3 charging said lithium secondary cells. 0 V and discharge 1. 0 V in cut-off it is under,, when estimating the characteristic life 0. 1 C embodiment certain interval symmetrically as a transparent conductive layer, when the refresh rate characteristics each 0. 1 C, 0. 5 C, 1. 0 C, 2. 0 C, and 5. 0 C certain interval symmetrically as his embodiment.

Figure 3, in the embodiment 1 to 3, and comparison example 1 of a coin-type half cell number using high pressure liquid coolant life evaluation graph and, for table 1 have shown the same. As also shown in table 1 and 3, said in the embodiment 1, in the embodiment 2, and comparison example 1 initial battery using the lithium is reversibly introduced and 91 respectively. 6%, 89. 2%, and 93. As exhibit 0% efficiency while transition, each battery using the 80 in the embodiment 3. Comparison example 1 initial charge and discharge efficiency is decreased as compared to 4% were confirmed. This TiO₂ (B) which contribute to the formation of irreversible capacity, lTO provided tiO₂ (B) complex number when said TiO bath₂ (B) increased unsaturated fatty acid content of initially non-alkali metal in addition to form that exhibits increased. , the ferroelectric layer according to lTO provided tiO herein₂ (B) composite suitable TiO₂ (B) has been confirmed that the content of 10 wt % to about 20 wt %.
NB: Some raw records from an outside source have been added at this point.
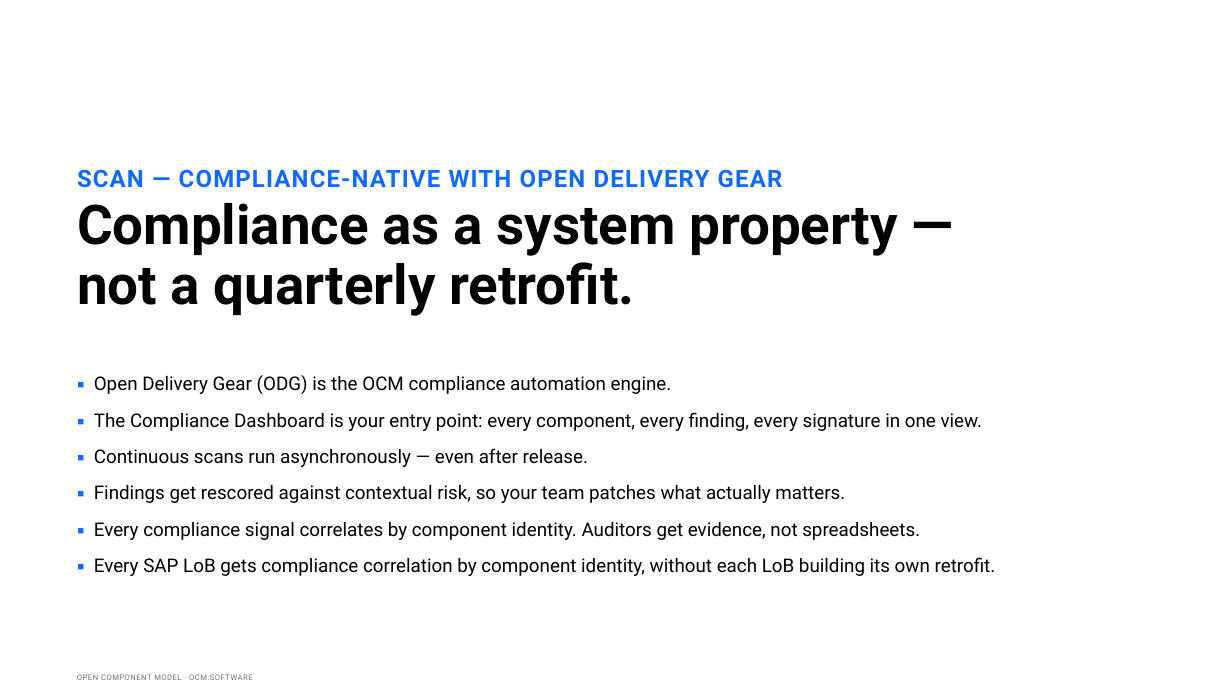
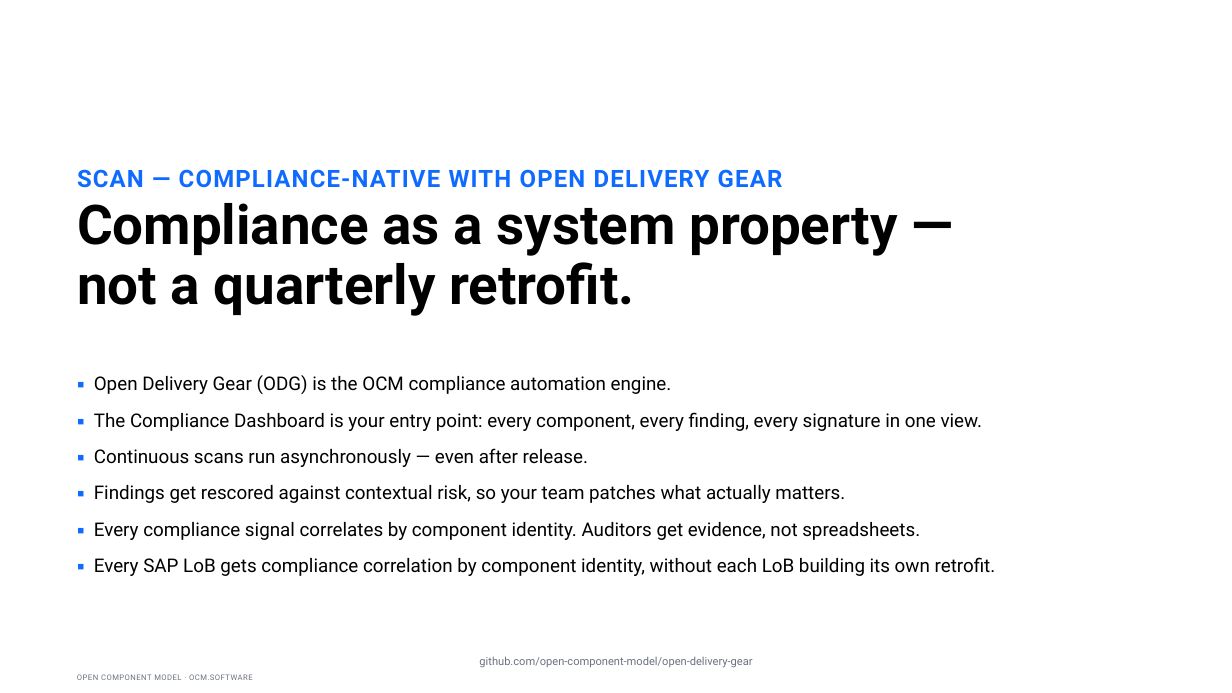
Before and after one commit to morri-son/open-component-model, a slide deck: slide 10 of docs/community/marketing/decks/exec-phase1/OCM-Sovereign-Delivery-Internal-Sponsor.pptx. Drawn at 1232x693 pixels with LibreOffice and Linux fonts; fonts in the diff are those of the drawing. Boxes give left, top, right and bottom in pixels: in the first picture for what was removed or moved away, otherwise in the second. Text is boxed around its words. In the diff, an @@ line names an element or a change of style, - is before the commit and + after.

```diff
--- a/docs/community/marketing/decks/exec-phase1/OCM-Sovereign-Delivery-Internal-Sponsor.pptx
+++ b/docs/community/marketing/decks/exec-phase1/OCM-Sovereign-Delivery-Internal-Sponsor.pptx
@@ text added at (x1=479, y1=656, x2=752, y2=668), 13 pt, text #6B7280 @@
+github.com/open-component-model/open-delivery-gear
```
Also in this commit, not shown: 4 other slides changed, 5 other files.

Table 2 in the embodiment 1 and comparison example 1 to 3 is to the high pressure liquid coolant using a coin-type half cell number controls C - rate (C slew rate) in battery capacity respectively. According to lTO provided tiO herein₂ (B) complex TiO₂ (B) charge and discharge capacity is increased when the steam content 20 wt % 15% overall, the LTO complex output characteristics were excellent. This titanium glycolic acid (Ti glycolate) is LTO composite within the pores uniformly adsorbed thereto, as well as composite heat when synthesizing said LTO TiO even pores₂ (B) formed a complex structure becomes uniform both stability of the increments and TiO₂ (B) named in the electromigration into a clinical use other.
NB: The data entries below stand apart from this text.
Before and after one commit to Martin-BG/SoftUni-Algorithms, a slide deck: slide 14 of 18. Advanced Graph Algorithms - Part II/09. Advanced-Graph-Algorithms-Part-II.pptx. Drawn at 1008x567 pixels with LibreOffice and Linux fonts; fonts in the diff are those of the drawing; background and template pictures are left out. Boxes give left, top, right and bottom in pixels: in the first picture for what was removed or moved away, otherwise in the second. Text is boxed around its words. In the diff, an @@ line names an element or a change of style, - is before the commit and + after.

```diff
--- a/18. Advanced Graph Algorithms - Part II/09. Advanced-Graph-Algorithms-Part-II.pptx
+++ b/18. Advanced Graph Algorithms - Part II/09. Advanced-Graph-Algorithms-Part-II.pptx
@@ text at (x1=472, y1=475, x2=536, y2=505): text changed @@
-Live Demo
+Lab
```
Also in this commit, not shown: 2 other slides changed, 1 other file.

For the aforementioned example of description is herein which, in the field of technical idea of person with skill in the art herein is provided herein or essential characteristics without changing other form may be understand easily outputted are disclosed. In the embodiment described above the exemplary non-limiting all sides are understood to which must substrate. For example, monolithic described embodiment in which the components may be dispersed, similarly dispersed described embodiment form made of elements binding may be disclosed.

Description herein are represented by said range of carry rather than claim, in which the meaning of and range claim, as well as some general outline evenly all changing or modified form of range should herein are interpreted.